Akhirnya dia bersedia dinikahi oleh pria bernama Fairuz yang dengan menemani dan menerima dirinya yang tak bisa melupakan almarhum suaminya.
Tapi, seseorang yang baru saja hadir dalam keluarga almarhum suaminya itu malah merusak segalanya.
Hanya karena Adrian begitu mirip dengan almarhum suaminya itu dia jadi bimbang.
Dan yang paling tak di duga, pria itu berusaha untuk membatalkan pernikahan Hana dengan segala macam cara.

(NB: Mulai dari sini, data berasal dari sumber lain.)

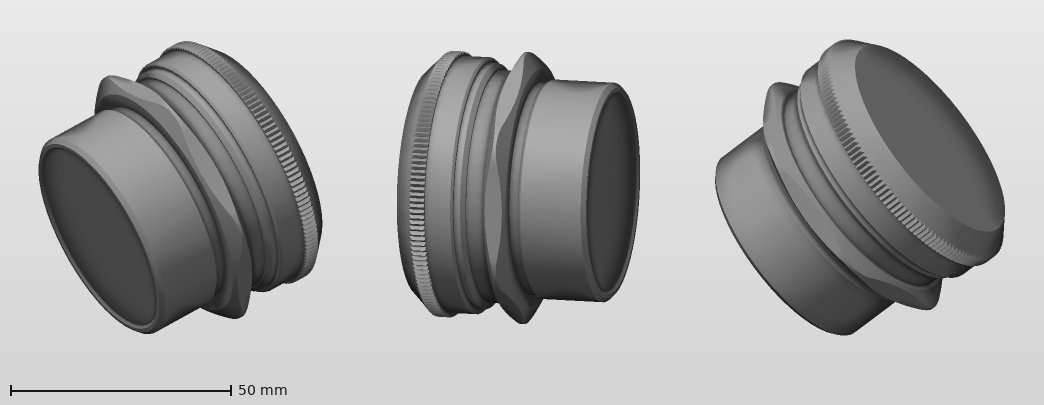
import cadquery as cq
import math

length = 44.0
end_chamfer = 1.0
thread_end = 15.2
relief_start = 16.0
hex_front = 18.0
hex_thickness = 5.2
hex_back = hex_front + hex_thickness
ring_front = 27.5
nut_front = 30.05
knurl_front = 36.5

thread_diameter = 50.0
relief_diameter = 48.4
collar_diameter = 53.0
ring_diameter = 56.0
nut_diameter = 58.5
knurl_diameter = 60.5
nut_back_diameter = 51.4

ring_chamfer = 1.0
nut_chamfer = 0.5
knurl_chamfer = 0.25

hex_sides = 6
across_flats = 57.0
across_rounded_corners = 62.7
hex_face_diameter = 55.0
hex_bevel_angle = 30.0

tooth_count = 144
knurl_depth = 0.7

recess_diameter = 46.2
recess_depth = 0.55
recess_floor_diameter = recess_diameter - 2 * recess_depth


def turn(profile):
    """Revolve a closed (radius, y) profile around the Y axis."""
    return cq.Workplane("XY").polyline(profile).close().revolve(360, (0, 0, 0), (0, 1, 0))


def make_body():
    """Threaded end, relief, collar and chamfered ring with the end recess."""
    thread_radius = thread_diameter / 2
    relief_radius = relief_diameter / 2
    collar_radius = collar_diameter / 2
    ring_radius = ring_diameter / 2
    return turn([
        (0, recess_depth),
        (recess_floor_diameter / 2, recess_depth),
        (recess_diameter / 2, 0),
        (thread_radius - end_chamfer, 0),
        (thread_radius, end_chamfer),
        (thread_radius, thread_end),
        (relief_radius, relief_start),
        (relief_radius, hex_front),
        (collar_radius, hex_front),
        (collar_radius, ring_front),
        (ring_radius - ring_chamfer, ring_front),
        (ring_radius, ring_front + ring_chamfer),
        (ring_radius, nut_front),
        (0, nut_front),
    ])


def make_hexagon():
    """Hexagon with rounded corners, corners up and down, bevelled on both faces."""
    corner_ratio = 1 / math.cos(math.pi / hex_sides)
    corner_distance = across_flats * corner_ratio
    corner_cut = (corner_distance - across_rounded_corners) / 2
    corner_radius = corner_cut / (corner_ratio - 1)
    prism = (
        cq.Workplane("XZ", origin=(0, hex_back, 0))
        .transformed(rotate=(0, 0, 90))
        .polygon(hex_sides, corner_distance)
        .extrude(hex_thickness)
        .edges("|Y")
        .fillet(corner_radius)
    )
    face_radius = hex_face_diameter / 2
    rim_radius = across_rounded_corners / 2
    bevel_depth = (rim_radius - face_radius) * math.tan(math.radians(hex_bevel_angle))
    envelope = turn([
        (0, hex_front),
        (face_radius, hex_front),
        (rim_radius, hex_front + bevel_depth),
        (rim_radius, hex_back - bevel_depth),
        (face_radius, hex_back),
        (0, hex_back),
    ])
    return prism.intersect(envelope)


def make_nut():
    """Cap nut with a 45 degree conical back."""
    nut_radius = nut_diameter / 2
    cone_radius = nut_back_diameter / 2
    return turn([
        (0, nut_front),
        (nut_radius - nut_chamfer, nut_front),
        (nut_radius, nut_front + nut_chamfer),
        (nut_radius, length + cone_radius - nut_radius),
        (cone_radius, length),
        (0, length),
    ])


def make_knurl():
    """Band of pointed teeth, bevelled at the front and by the cone of the nut at the back."""
    tip_radius = knurl_diameter / 2
    root_radius = tip_radius - knurl_depth
    cone_radius = nut_back_diameter / 2
    half_pitch = math.pi / tooth_count
    points = []
    for tooth in range(tooth_count):
        root_angle = 2 * tooth * half_pitch
        tip_angle = root_angle + half_pitch
        points.append((root_radius * math.cos(root_angle), root_radius * math.sin(root_angle)))
        points.append((tip_radius * math.cos(tip_angle), tip_radius * math.sin(tip_angle)))
    band = cq.Workplane("XZ", origin=(0, length, 0)).polyline(points).close().extrude(length - knurl_front)
    envelope = turn([
        (0, knurl_front),
        (tip_radius - knurl_chamfer, knurl_front),
        (tip_radius, knurl_front + knurl_chamfer),
        (tip_radius, length + cone_radius - tip_radius),
        (cone_radius, length),
        (0, length),
    ])
    return band.intersect(envelope)


result = make_body().union(make_hexagon()).union(make_nut()).union(make_knurl())

"Maaf, pernikahan ini di batalkan saja."
Jangan lupa baca...
Karya ini diterbitkan atas izin NovelToon Dayang Rindu, isi konten hanyalah pandangan pribadi pembuatnya, tidak mewakili NovelToon sendiri
Bab 18
"Apakah Rayan adalah anak sulung ibu?" tanya Adrian penasaran. Sekeliling matanya menatap ruangan itu, ia hanya menemukan foto Rayan, Hana dan Rosa saja kecuali orangtuanya.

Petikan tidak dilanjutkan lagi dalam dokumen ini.